**WHAT THIS TASK INVOLVES:** Where a line of the data holds the word "shown", copy that line.
----- SUPPLIED MATERIAL
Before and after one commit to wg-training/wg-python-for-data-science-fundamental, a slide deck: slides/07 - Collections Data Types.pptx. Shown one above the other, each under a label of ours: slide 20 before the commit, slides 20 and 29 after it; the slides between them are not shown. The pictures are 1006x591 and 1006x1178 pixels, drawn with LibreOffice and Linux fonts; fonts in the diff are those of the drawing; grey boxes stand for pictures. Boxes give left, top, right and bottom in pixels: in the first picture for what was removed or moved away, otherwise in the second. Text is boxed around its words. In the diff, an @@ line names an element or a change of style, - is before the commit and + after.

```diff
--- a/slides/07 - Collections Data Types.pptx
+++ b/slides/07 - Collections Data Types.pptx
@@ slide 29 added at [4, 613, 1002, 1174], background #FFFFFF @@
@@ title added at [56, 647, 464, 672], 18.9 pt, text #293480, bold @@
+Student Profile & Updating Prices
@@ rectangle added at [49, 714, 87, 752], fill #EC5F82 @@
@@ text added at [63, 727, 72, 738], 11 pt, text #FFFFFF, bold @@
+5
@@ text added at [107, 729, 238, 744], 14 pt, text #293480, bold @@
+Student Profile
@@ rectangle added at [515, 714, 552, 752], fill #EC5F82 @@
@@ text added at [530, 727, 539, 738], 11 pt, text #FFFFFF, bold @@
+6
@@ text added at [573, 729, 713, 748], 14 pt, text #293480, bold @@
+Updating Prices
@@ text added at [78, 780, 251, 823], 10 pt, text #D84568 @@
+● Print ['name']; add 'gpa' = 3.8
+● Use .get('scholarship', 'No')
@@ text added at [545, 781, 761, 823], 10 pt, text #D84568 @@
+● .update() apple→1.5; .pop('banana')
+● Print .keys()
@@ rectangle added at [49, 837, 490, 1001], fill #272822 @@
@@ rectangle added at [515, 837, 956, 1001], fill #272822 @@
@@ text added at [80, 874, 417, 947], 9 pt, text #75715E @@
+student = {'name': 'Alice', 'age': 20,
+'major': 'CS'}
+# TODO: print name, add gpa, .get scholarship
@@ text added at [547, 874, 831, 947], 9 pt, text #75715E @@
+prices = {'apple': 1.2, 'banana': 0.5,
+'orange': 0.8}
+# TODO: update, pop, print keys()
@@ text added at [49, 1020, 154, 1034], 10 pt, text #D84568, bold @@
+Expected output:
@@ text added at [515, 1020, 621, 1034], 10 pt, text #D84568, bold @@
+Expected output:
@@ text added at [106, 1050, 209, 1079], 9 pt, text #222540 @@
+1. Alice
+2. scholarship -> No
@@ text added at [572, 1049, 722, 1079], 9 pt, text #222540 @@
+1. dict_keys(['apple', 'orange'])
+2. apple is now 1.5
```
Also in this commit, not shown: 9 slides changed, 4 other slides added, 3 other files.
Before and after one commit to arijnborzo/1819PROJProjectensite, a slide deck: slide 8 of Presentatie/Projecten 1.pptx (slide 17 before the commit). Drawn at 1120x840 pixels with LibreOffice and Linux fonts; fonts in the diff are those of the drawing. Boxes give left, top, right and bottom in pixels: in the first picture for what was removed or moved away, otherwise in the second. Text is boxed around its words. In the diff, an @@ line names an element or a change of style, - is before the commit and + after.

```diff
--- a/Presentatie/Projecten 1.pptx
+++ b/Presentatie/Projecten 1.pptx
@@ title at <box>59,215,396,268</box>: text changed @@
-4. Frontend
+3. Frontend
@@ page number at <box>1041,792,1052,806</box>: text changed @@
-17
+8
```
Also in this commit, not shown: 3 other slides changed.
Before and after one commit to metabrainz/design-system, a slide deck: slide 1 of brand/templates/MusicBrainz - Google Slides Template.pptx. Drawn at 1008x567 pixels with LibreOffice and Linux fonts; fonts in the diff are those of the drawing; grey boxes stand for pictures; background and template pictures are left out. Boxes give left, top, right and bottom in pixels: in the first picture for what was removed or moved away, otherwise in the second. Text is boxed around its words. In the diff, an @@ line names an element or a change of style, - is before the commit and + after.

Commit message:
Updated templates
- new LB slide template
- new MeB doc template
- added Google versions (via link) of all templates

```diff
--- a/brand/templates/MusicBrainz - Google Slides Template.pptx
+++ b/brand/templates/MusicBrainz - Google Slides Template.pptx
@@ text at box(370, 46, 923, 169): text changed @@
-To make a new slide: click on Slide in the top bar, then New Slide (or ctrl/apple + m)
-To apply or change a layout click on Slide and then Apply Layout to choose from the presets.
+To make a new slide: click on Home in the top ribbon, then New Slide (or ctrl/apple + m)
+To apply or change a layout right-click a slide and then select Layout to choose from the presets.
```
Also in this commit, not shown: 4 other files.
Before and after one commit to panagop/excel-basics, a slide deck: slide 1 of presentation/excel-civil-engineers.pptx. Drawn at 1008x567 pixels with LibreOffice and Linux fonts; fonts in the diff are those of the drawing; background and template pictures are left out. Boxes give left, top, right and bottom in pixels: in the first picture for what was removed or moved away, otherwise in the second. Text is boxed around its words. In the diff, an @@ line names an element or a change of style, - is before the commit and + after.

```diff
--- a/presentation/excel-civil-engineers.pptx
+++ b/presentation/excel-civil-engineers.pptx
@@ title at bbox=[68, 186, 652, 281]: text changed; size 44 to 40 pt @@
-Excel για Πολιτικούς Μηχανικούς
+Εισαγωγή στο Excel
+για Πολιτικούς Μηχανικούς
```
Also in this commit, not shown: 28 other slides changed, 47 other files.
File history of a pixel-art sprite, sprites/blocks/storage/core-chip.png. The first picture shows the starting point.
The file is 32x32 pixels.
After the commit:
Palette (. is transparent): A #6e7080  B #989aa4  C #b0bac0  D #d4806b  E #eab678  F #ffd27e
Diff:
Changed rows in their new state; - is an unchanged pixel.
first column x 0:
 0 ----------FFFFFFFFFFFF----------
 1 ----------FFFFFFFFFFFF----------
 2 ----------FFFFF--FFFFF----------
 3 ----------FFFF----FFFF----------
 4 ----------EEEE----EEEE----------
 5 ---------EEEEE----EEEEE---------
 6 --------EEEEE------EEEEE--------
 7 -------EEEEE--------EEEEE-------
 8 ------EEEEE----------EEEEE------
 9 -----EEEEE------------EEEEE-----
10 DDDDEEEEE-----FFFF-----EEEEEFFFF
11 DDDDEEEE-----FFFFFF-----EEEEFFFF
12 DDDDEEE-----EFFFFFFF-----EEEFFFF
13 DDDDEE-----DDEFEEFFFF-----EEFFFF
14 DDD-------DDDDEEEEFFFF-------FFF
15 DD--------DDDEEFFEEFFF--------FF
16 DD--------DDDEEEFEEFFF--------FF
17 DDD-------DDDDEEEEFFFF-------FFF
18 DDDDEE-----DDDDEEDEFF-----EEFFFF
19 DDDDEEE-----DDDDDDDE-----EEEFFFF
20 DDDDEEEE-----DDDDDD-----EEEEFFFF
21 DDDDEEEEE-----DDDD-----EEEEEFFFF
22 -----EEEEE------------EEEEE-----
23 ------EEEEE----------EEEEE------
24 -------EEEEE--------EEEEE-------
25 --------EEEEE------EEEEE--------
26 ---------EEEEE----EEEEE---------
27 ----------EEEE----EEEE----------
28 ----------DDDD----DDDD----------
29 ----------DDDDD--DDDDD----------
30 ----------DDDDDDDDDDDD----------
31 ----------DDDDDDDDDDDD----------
----------
**SOLUTION TO THIS PROBLEM:**
Before and after one commit to wg-training/wg-python-for-data-science-fundamental, a slide deck: slides/07 - Collections Data Types.pptx. Shown one above the other, each under a label of ours: slide 20 before the commit, slides 20 and 29 after it; the slides between them are not shown. The pictures are 1006x591 and 1006x1178 pixels, drawn with LibreOffice and Linux fonts; fonts in the diff are those of the drawing; grey boxes stand for pictures. Boxes give left, top, right and bottom in pixels: in the first picture for what was removed or moved away, otherwise in the second. Text is boxed around its words. In the diff, an @@ line names an element or a change of style, - is before the commit and + after.
Also in this commit, not shown: 9 slides changed, 4 other slides added, 3 other files.
Also in this commit, not shown: 3 other slides changed.
Also in this commit, not shown: 4 other files.
Also in this commit, not shown: 28 other slides changed, 47 other files.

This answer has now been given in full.